What this task involves: Repeat the lines from the line with "return elbow.cut(passage)" to the line with "(thread_end, floor_dia /" in the listing below, keeping both end lines and adding nothing.
==== Supplied records
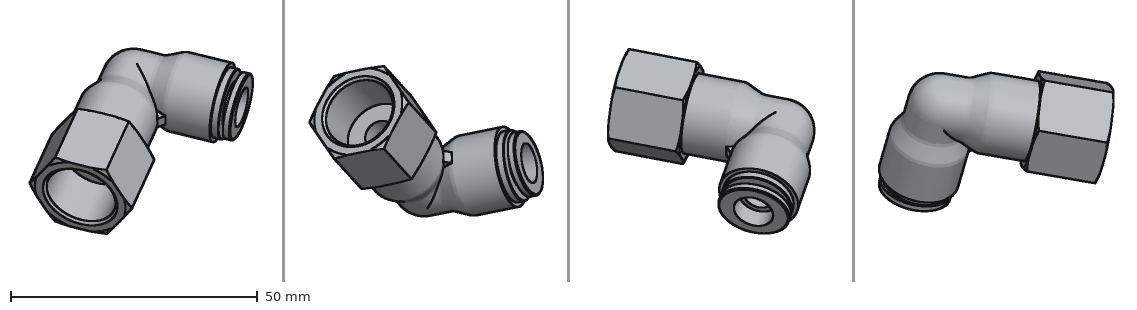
import cadquery as cq
import math


arm_length = 19.0
neck_dia = 13.03
barrel_dia = 16.6
cone_start = 5.25
cone_end = 9.22
cone_blend_radius = 2.0
passage_dia = 6.0
web_thickness = 2.5
web_reach = 9.6

hex_sides = 6
hex_flats = 19.0
hex_length = 15.0
hex_chamfer_dia = 19.37
hex_chamfer_depth = 0.42
thread_dia = 14.7
thread_depth = 11.0
thread_taper = 1 / 16
thread_mouth_dia = 15.95
thread_mouth_depth = (thread_mouth_dia - thread_dia) / 2
nut_hole_dia = 6.4

ring_dia = 14.7
ring_length = 1.6
ring_chamfer = 0.13
collar_neck_dia = 9.6
collar_bore_dia = 8.2
collar_gap = 0.97
flange_width = 14.9
flange_height = 12.95
flange_thickness = 1.52
flange_chamfer = 0.25


def rod(diameter, start, length):
    """Round bar along +X."""
    return cq.Workplane("YZ", origin=(start, 0, 0)).circle(diameter / 2).extrude(length)


def along_thread_axis(shape):
    """Turn a shape built along +X so that it runs along -Y."""
    return shape.rotate((0, 0, 0), (0, 0, 1), -90)


def make_arm():
    """Neck, blended cone and barrel of one arm, along +X."""
    neck_radius = neck_dia / 2
    barrel_radius = barrel_dia / 2
    profile = [
        (0, 0),
        (0, neck_radius),
        (cone_start, neck_radius),
        (cone_end, barrel_radius),
        (arm_length, barrel_radius),
        (arm_length, 0),
    ]
    arm = cq.Workplane("XY").polyline(profile).close().revolve(360, (0, 0), (1, 0))
    cone_edges = cq.selectors.BoxSelector(
        (cone_start - cone_blend_radius, -barrel_dia, -barrel_dia),
        (cone_end + cone_blend_radius, barrel_dia, barrel_dia),
    )
    return arm.edges("%CIRCLE").edges(cone_edges).fillet(cone_blend_radius)


def make_web():
    """Flat triangular web in the inner corner between the arms."""
    barrel_radius = barrel_dia / 2
    outline = [(0, 0), (web_reach, -barrel_radius), (barrel_radius, -web_reach)]
    web = cq.Workplane("XY").polyline(outline).close()
    return web.extrude(web_thickness / 2, both=True)


def make_elbow():
    arm = make_arm()
    corner = cq.Workplane("XY").sphere(neck_dia / 2)
    elbow = arm.union(along_thread_axis(arm)).union(corner).union(make_web())

    passage = rod(passage_dia, 0, arm_length)
    passage_corner = cq.Workplane("XY").sphere(passage_dia / 2)
    passage = passage.union(along_thread_axis(passage)).union(passage_corner)
    return elbow.cut(passage)


def make_hex_blank():
    """Hexagon bar along +X with its corners chamfered at both ends, corners on +Y and -Y."""
    corner_radius = hex_flats / 2 / math.cos(math.pi / hex_sides)
    blank = (
        cq.Workplane("YZ", origin=(arm_length, 0, 0))
        .polygon(hex_sides, 2 * corner_radius)
        .extrude(hex_length)
    )
    start = arm_length
    end = arm_length + hex_length
    face_radius = hex_chamfer_dia / 2
    envelope_profile = [
        (start, 0),
        (start, face_radius),
        (start + hex_chamfer_depth, corner_radius),
        (end - hex_chamfer_depth, corner_radius),
        (end, face_radius),
        (end, 0),
    ]
    envelope = cq.Workplane("XY").polyline(envelope_profile).close().revolve(360, (0, 0), (1, 0))
    return blank.intersect(envelope)


def make_nut():
    mouth = arm_length + hex_length
    thread_start = mouth - thread_mouth_depth
    thread_end = mouth - thread_depth
    floor_dia = thread_dia - (thread_start - thread_end) * thread_taper
    bore_profile = [
        (arm_length, 0),
        (arm_length, nut_hole_dia / 2),
        (thread_end, nut_hole_dia / 2),
        (thread_end, floor_dia / 2),
        (thread_start, thread_dia / 2),
        (mouth, thread_mouth_dia / 2),
        (mouth, 0),
    ]
    bore = cq.Workplane("XY").polyline(bore_profile).close().revolve(360, (0, 0), (1, 0))
    return along_thread_axis(make_hex_blank().cut(bore))


def make_guide_ring():
    ring = rod(ring_dia, arm_length, ring_length).faces(">X").edges().chamfer(ring_chamfer)
    return ring.cut(rod(collar_neck_dia, arm_length, ring_length))


def make_release_collar():
    """Tubular neck inside the guide ring with an oval push flange."""
    neck_length = ring_length + collar_gap
    flange = (
        cq.Workplane("YZ", origin=(arm_length + neck_length, 0, 0))
        .ellipse(flange_width / 2, flange_height / 2)
        .extrude(flange_thickness)
        .faces(">X").edges().chamfer(flange_chamfer)
    )
    collar = rod(collar_neck_dia, arm_length, neck_length).union(flange)
    return collar.cut(rod(collar_bore_dia, arm_length, neck_length + flange_thickness))


elbow = make_elbow()
nut = make_nut()
guide_ring = make_guide_ring()
release_collar = make_release_collar()

result = cq.Compound.makeCompound(
    [elbow.val(), nut.val(), guide_ring.val(), release_collar.val()]
)
========
Output of the task:
    return elbow.cut(passage)


def make_hex_blank():
    """Hexagon bar along +X with its corners chamfered at both ends, corners on +Y and -Y."""
    corner_radius = hex_flats / 2 / math.cos(math.pi / hex_sides)
    blank = (
        cq.Workplane("YZ", origin=(arm_length, 0, 0))
        .polygon(hex_sides, 2 * corner_radius)
        .extrude(hex_length)
    )
    start = arm_length
    end = arm_length + hex_length
    face_radius = hex_chamfer_dia / 2
    envelope_profile = [
        (start, 0),
        (start, face_radius),
        (start + hex_chamfer_depth, corner_radius),
        (end - hex_chamfer_depth, corner_radius),
        (end, face_radius),
        (end, 0),
    ]
    envelope = cq.Workplane("XY").polyline(envelope_profile).close().revolve(360, (0, 0), (1, 0))
    return blank.intersect(envelope)


def make_nut():
    mouth = arm_length + hex_length
    thread_start = mouth - thread_mouth_depth
    thread_end = mouth - thread_depth
    floor_dia = thread_dia - (thread_start - thread_end) * thread_taper
    bore_profile = [
        (arm_length, 0),
        (arm_length, nut_hole_dia / 2),
        (thread_end, nut_hole_dia / 2),
        (thread_end, floor_dia / 2),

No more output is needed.